Liberal Democrats said they understood Bush would name a conservative, and signaled a willingness to go along, up to a point.

Sen. Edward M. Kennedy, D-Mass., said he hoped Bush would name a replacement who was a "a conservative ... who is in the mainstream of judicial thinking."

The remark stirred echoes of Democratic filibusters against several of Bush's appeals court nominees whom Democrats had attacked for years as outside the mainstream.

Partisans on both sides have been preparing for a vacancy for months. Given her opinions on abortion, O'Connor's decision to step down raised the stakes for partisans on both sides of the issue.
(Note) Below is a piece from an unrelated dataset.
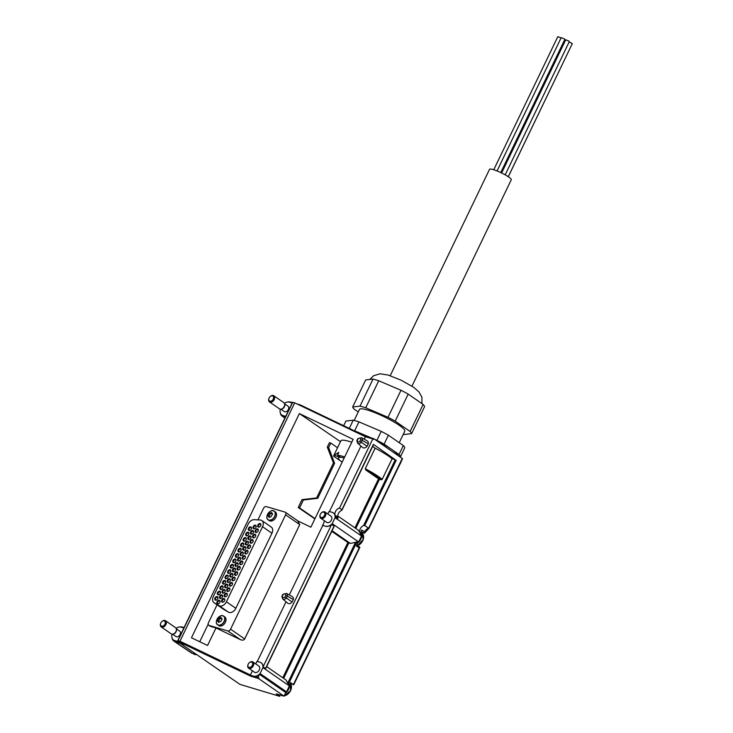 <?xml version="1.0" encoding="UTF-8"?>
<svg xmlns="http://www.w3.org/2000/svg" width="733" height="733" viewBox="0 0 733 733"><rect width="100%" height="100%" fill="white"/><g stroke="black" fill="none" stroke-linecap="round" stroke-linejoin="round"><path stroke-width="1.1" d="M344.162 458.015A23.08 3.729 -154.3 0 0 338.426 457.878A23.08 3.729 -154.3 0 0 340.259 460.764L333.707 456.228A28.266 4.572 25.7 0 1 333.753 455.624A28.266 4.572 25.7 0 1 333.982 455.349L340.689 457.31L337.501 455.101A28.266 4.572 25.7 0 1 344.675 456.952M337.501 455.101L338.829 452.353L333.982 455.349M333.753 455.624L340.863 440.854A28.266 4.572 25.7 0 1 351.785 442.182M222.09 618.899L221.339 618.542L222.117 619.083M221.87 618.753L220.578 617.323L218.388 618.386L217.481 620.878L218.965 621.749A1.594 1.099 124.7 0 1 219.094 621.859M218.764 622.308L220.963 621.245L221.842 619.403M221.219 618.441A1.594 1.099 124.7 0 1 219.973 618.615L219.442 619.119A1.594 1.099 124.7 0 1 218.553 620.961L217.499 620.228L217.481 620.878L218.663 622.445M221.027 617.635L220.578 617.323L221.091 617.47M271.567 512.624L268.919 513.384L268.012 515.876L269.506 516.747A1.594 1.099 124.7 0 1 269.625 516.847M272.63 513.897L271.879 513.54L272.658 514.08M272.401 513.741L271.631 512.468M269.304 517.296L270.963 516.738L272.383 514.392M271.76 513.439A1.594 1.099 124.7 0 1 270.514 513.604L269.973 514.108A1.594 1.099 124.7 0 1 269.093 515.95L268.04 515.217L268.012 515.876L269.203 517.434M357.017 441.055L357.292 440.579A2.126 1.466 -55.3 0 0 358.089 441.953A2.126 1.466 -55.3 0 0 359.848 441.33L361.277 442.301L362.377 440.029A3.381 2.336 -55.3 0 0 361.488 437.674L367.26 440.899A4.022 2.776 124.7 0 1 368.296 443.804L360.709 439.543A2.126 1.466 -55.3 0 0 359.912 438.169A2.126 1.466 -55.3 0 0 358.153 438.792L358.116 438.783M367.096 446.296A4.022 2.776 124.7 0 1 362.698 447.496L357.649 443.227A3.381 2.336 -55.3 0 0 361.277 442.301L367.096 446.296L368.296 443.804M282.077 596.781L282.352 596.305A2.126 1.466 -55.3 0 0 283.149 597.679A2.126 1.466 -55.3 0 0 284.908 597.047L286.337 598.027L287.428 595.755A3.381 2.336 -55.3 0 0 286.548 593.4L292.311 596.625A4.022 2.776 124.7 0 1 293.347 599.53L285.76 595.269A2.126 1.466 -55.3 0 0 284.972 593.895A2.126 1.466 -55.3 0 0 283.213 594.518L283.167 594.5M292.146 602.022A4.022 2.776 124.7 0 1 287.748 603.213L282.7 598.953A3.381 2.336 -55.3 0 0 286.337 598.027L292.146 602.022L293.347 599.53M286.044 680.022L288.362 684.292L289.416 685.025A7.788 5.378 124.7 0 1 289.37 685.923L286.511 691.87A7.788 5.378 124.7 0 1 285.778 692.566L259.482 674.36A7.788 5.378 124.7 0 1 254.965 676.376L255.707 676.898A7.788 5.378 124.7 0 1 254.269 676.724L249.083 674.855L253.371 676.11A7.788 5.378 124.7 0 0 260.059 673.554L262.918 667.607A7.788 5.378 124.7 0 0 261.131 662.779A7.788 5.378 124.7 0 0 260.032 662.256L256.962 661.358L255.725 663.924M252.418 670.796L250.402 674.983L249.193 674.626L185.156 643.931L175.37 641.073A7.541 5.204 124.7 0 1 174.307 640.56L173.565 640.046A7.541 5.204 124.7 0 1 172.053 634.164M261.214 662.834A7.788 5.378 124.7 0 1 261.287 662.879A7.788 5.378 124.7 0 1 263.11 666.819L331.628 524.443A7.788 5.378 124.7 0 1 325.672 526.294L322.758 525.442L289.315 594.949M286.035 601.766L257.301 661.459M322.758 525.442L324.563 520.879M322.438 525.295L325.516 526.193A7.788 5.378 124.7 0 0 332.205 523.646L335.073 517.7A7.788 5.378 124.7 0 0 333.286 512.862A7.788 5.378 124.7 0 0 332.186 512.34L329.108 511.442L327.871 514.007M292.659 402.408L294.693 402.829L365.446 436.749L364.255 439.223M360.975 446.04L329.456 511.542M294.693 402.829L179.961 641.219L250.402 674.983M297.616 520.824L299.742 524.599L285.613 514.823L230.574 629.189A2.511 1.732 124.7 0 1 227.789 630.921L209.097 625.441A2.511 1.732 124.7 0 1 208.749 625.276A2.511 1.732 124.7 0 1 208.465 622.711L217.078 604.807M208.749 625.276L209.977 626.129A2.511 1.732 124.7 0 0 210.334 626.303L215.997 627.961L240.424 639.662C242.431 640.459 243.86 640.23 244.703 638.965L299.742 524.599M215.997 627.961L207.558 645.498L191.469 637.783L299.376 413.577L353.15 439.342L310.874 527.183L297.974 520.998M263.11 666.819L265.511 668.478L333.561 527.128L334.028 526.102L331.628 524.443M290.378 683.019L293.695 684.869L290.58 682.606L289.416 685.025M287.822 682.973L355.514 542.319L356.879 541.925L357.933 542.649L356.339 545.957L359.179 547.918L293.411 684.576M173.565 640.046A7.541 5.204 124.7 0 0 174.628 640.55L179.75 642.053L177.771 640.633L179.961 641.219M360.508 534.375L360.81 533.752L359.839 532.497L360.508 534.375L361.561 535.108A7.788 5.378 124.7 0 1 361.516 536.006L358.657 541.953A7.788 5.378 124.7 0 1 357.933 542.649M360.81 533.752L361.864 534.485L361.561 535.108M282.782 677.759L347.882 542.493L331.765 531.333M337.73 515.94L358.19 530.106L359.784 532.314C359.427 529.318 360.709 527.036 363.623 525.46L364.75 525.561L368.644 528.255A5.021 3.473 124.7 0 0 364.53 531.947L361.69 529.986A5.021 3.473 124.7 0 0 361.296 533.358L361.351 533.542A5.021 3.473 124.7 0 0 361.864 534.485M363.623 525.46L395.27 459.719L392.1 458.766L382.205 479.327L381.352 479.84L378.53 478.823L365.767 469.981L365.245 468.735L375.14 448.175L372.621 446.434M347.882 542.493L350.401 543.419L355.514 542.319M333.359 512.917A7.788 5.378 124.7 0 1 333.433 512.963A7.788 5.378 124.7 0 1 334.99 515.152A5.021 3.473 124.7 0 1 339.507 508.088L341.899 509.747L341.679 510.269C338.811 511.872 337.537 514.163 337.849 517.131L334.99 515.152M365.446 436.749L372.804 438.902L339.507 508.088M359.784 532.314L361.296 533.358M356.769 545.068L359.857 547.249L359.179 547.918M285.778 692.566L284.047 696.167L276.204 693.867L279.859 696.213M259.482 674.36L258.071 677.292L258.822 677.805L258.492 678.474L284.047 696.167M279.786 696.35L239.957 684.384L180.181 643.244L184.835 644.609L250.787 676.22L258.492 678.474M196.783 654.67L192.358 653.378A7.999 5.525 124.7 0 1 191.267 652.865L173.941 641.173A8.246 5.699 124.7 0 0 175.068 641.705L180.181 643.244M296.993 403.929L300.209 404.873L366.161 436.492L373.867 438.746L402.536 458.693L369.02 528.337M373.867 438.746L373.546 439.415L372.804 438.902M341.679 510.269L373.372 444.363L395.27 459.719M265.868 667.781L265.511 668.478L265.868 667.781M314.86 518.9L298.23 507.52L302.033 499.622L316.619 497.945L333.442 462.99L327.303 447.121L329.447 442.659L330.785 443.053L328.641 447.515L334.578 463.32L317.756 498.275L303.37 500.016L299.577 507.905L315.007 518.597M340.46 441.687L299.376 413.577M199.743 641.751L208.172 624.232M264.567 507.044L265.08 506.741M254.965 676.376L258.071 677.292M284.377 403.333A7.541 5.204 124.7 0 1 289.352 402.16L292.146 402.976M258.822 677.805L255.707 676.898M185.156 643.931L184.835 644.609M184.047 627.595L182.132 627.027A8.246 5.699 124.7 0 0 179.558 626.99M173.941 641.173A8.246 5.699 124.7 0 1 172.035 637.866M285.568 416.646L283.653 416.087A7.541 5.204 124.7 0 1 282.59 415.584L281.839 415.061A7.541 5.204 124.7 0 1 280.336 409.179M300.209 404.873L299.971 405.367M292.32 402.609L290.405 402.041A8.246 5.699 124.7 0 0 287.84 402.005M285.265 417.279L283.341 416.72A8.246 5.699 124.7 0 1 282.223 416.197A8.246 5.699 124.7 0 1 280.308 412.881M375.14 448.175A30.401 4.911 25.7 0 1 392.1 458.766M257.952 519.899L263.504 508.345A2.511 1.732 124.7 0 1 266.29 506.613L284.981 512.083A2.511 1.732 124.7 0 1 285.339 512.248A2.511 1.732 124.7 0 1 285.613 514.823M327.303 447.121L328.641 447.515M333.442 462.99L334.578 463.32M316.619 497.945L317.756 498.275M302.033 499.622L303.37 500.016M298.23 507.52L299.577 507.905M340.259 460.764L342.192 462.111M337.556 447.735L330.785 443.053M359.839 532.497L361.351 533.542M362.927 532.772L361.213 531.59L364.42 533.193L368.965 528.383M364.42 533.193L364.53 531.947M176.296 628.795L179.713 631.168A3.262 2.254 124.7 0 1 179.704 635.135A3.262 2.254 124.7 0 1 175.993 636.537L172.576 634.173M176.103 628.309A7.541 5.204 124.7 0 1 181.078 627.146L183.864 627.961M284.569 403.819L287.987 406.183A3.262 2.254 124.7 0 1 287.987 410.15A3.262 2.254 124.7 0 1 284.267 411.552L280.858 409.188M285.696 416.381L282.901 415.565A7.541 5.204 124.7 0 1 281.839 415.061M321.393 512.88A3.766 2.602 124.7 0 1 321.485 512.798A3.766 2.602 124.7 0 1 324.499 511.781A3.766 2.602 124.7 0 1 325.031 512.037L330.995 516.169A3.766 2.602 124.7 0 1 330.995 520.751A3.766 2.602 124.7 0 1 326.707 522.363L320.742 518.231A3.766 2.602 124.7 0 1 320.202 514.648A3.766 2.602 124.7 0 1 320.248 514.529M335.265 516.902L337.656 518.561L338.078 517.745L335.558 516.279A5.021 3.473 124.7 0 1 335.045 515.336A7.788 5.378 124.7 0 1 335.265 516.902L335.558 516.279M335.045 515.336L338.078 517.745M338.014 517.865L337.656 518.561M335.073 517.7L361.516 536.006M332.205 523.646L358.657 541.953M249.238 662.797A3.766 2.602 124.7 0 1 249.33 662.714A3.766 2.602 124.7 0 1 252.344 661.697A3.766 2.602 124.7 0 1 252.876 661.954L258.85 666.086A3.766 2.602 124.7 0 1 258.841 670.658A3.766 2.602 124.7 0 1 254.562 672.28L248.588 668.148A3.766 2.602 124.7 0 1 248.056 664.556A3.766 2.602 124.7 0 1 248.102 664.446M262.918 667.607L289.37 685.923M260.059 673.554L286.511 691.87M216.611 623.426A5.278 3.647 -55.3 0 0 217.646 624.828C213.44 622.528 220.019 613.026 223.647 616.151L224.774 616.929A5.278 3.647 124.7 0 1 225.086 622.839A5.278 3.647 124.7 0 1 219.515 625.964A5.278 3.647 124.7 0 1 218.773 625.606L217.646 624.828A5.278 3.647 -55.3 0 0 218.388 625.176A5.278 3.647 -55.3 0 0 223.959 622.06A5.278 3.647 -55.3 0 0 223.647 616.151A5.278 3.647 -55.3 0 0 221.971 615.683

Senate aides of both parties held strategy meetings during the day.

Republicans were instructed to say Bush's choice deserved an "up or down vote," and that no litmus test should be applied, whether on abortion or any other issue.

Bush pledged to consult with Senate leaders. He later talked with Frist, Specter and Sen. Pat Leahy, D-Vt., the senior Democrat on the Judiciary Committee.

Officials said they expected the Judiciary Committee to hold hearings three to six weeks after Bush submits a nomination, perhaps beginning in August when Congress is customarily gone.

Three to five days of testimony are likely, during which the panel would hear from the nominee as well as outside interest groups both for and against him or her.